**MATERIAL FOR THIS TASK**
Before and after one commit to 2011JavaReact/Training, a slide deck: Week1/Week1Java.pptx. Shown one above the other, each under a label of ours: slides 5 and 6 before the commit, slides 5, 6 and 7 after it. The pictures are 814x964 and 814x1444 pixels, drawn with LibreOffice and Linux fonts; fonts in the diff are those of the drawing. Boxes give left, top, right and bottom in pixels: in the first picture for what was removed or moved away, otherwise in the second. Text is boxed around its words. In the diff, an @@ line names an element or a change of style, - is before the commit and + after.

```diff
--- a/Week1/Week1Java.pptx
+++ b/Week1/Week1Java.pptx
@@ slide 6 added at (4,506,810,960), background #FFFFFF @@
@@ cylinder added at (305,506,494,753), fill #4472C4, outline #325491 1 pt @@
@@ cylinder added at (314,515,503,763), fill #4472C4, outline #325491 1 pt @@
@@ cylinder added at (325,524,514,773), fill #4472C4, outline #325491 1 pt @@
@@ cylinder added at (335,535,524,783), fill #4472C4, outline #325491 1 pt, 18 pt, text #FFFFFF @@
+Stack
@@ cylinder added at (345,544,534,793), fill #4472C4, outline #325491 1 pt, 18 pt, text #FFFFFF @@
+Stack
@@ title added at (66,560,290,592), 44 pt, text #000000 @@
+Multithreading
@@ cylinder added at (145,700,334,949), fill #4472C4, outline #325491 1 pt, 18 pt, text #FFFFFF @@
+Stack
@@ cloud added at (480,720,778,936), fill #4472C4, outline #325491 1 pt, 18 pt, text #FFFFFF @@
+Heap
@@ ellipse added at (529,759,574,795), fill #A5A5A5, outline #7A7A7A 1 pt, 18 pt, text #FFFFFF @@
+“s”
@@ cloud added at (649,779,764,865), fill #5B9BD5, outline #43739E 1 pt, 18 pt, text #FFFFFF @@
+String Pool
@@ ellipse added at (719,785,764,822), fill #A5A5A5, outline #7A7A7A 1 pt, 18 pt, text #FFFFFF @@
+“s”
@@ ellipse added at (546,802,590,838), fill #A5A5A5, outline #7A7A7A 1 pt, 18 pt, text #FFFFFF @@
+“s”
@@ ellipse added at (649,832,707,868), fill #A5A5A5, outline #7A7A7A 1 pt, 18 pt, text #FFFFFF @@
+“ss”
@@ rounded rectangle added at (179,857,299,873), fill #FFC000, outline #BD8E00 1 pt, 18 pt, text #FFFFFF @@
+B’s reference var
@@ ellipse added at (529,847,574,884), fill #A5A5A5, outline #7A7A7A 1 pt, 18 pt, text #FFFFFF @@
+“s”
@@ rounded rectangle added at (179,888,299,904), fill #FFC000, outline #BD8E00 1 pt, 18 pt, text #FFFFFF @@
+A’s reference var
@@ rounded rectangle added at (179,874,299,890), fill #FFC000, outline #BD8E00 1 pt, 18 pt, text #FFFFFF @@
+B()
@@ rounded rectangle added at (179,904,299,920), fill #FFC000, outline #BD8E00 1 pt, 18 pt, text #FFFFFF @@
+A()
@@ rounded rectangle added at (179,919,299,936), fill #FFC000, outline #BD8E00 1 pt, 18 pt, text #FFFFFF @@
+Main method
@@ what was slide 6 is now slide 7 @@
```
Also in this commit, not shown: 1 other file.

**ASSIGNMENT**
The answer must consist of every line from the records above that holds "cloud".

**EXERCISE OUTPUT**
@@ cloud added at (480,720,778,936), fill #4472C4, outline #325491 1 pt, 18 pt, text #FFFFFF @@
@@ cloud added at (649,779,764,865), fill #5B9BD5, outline #43739E 1 pt, 18 pt, text #FFFFFF @@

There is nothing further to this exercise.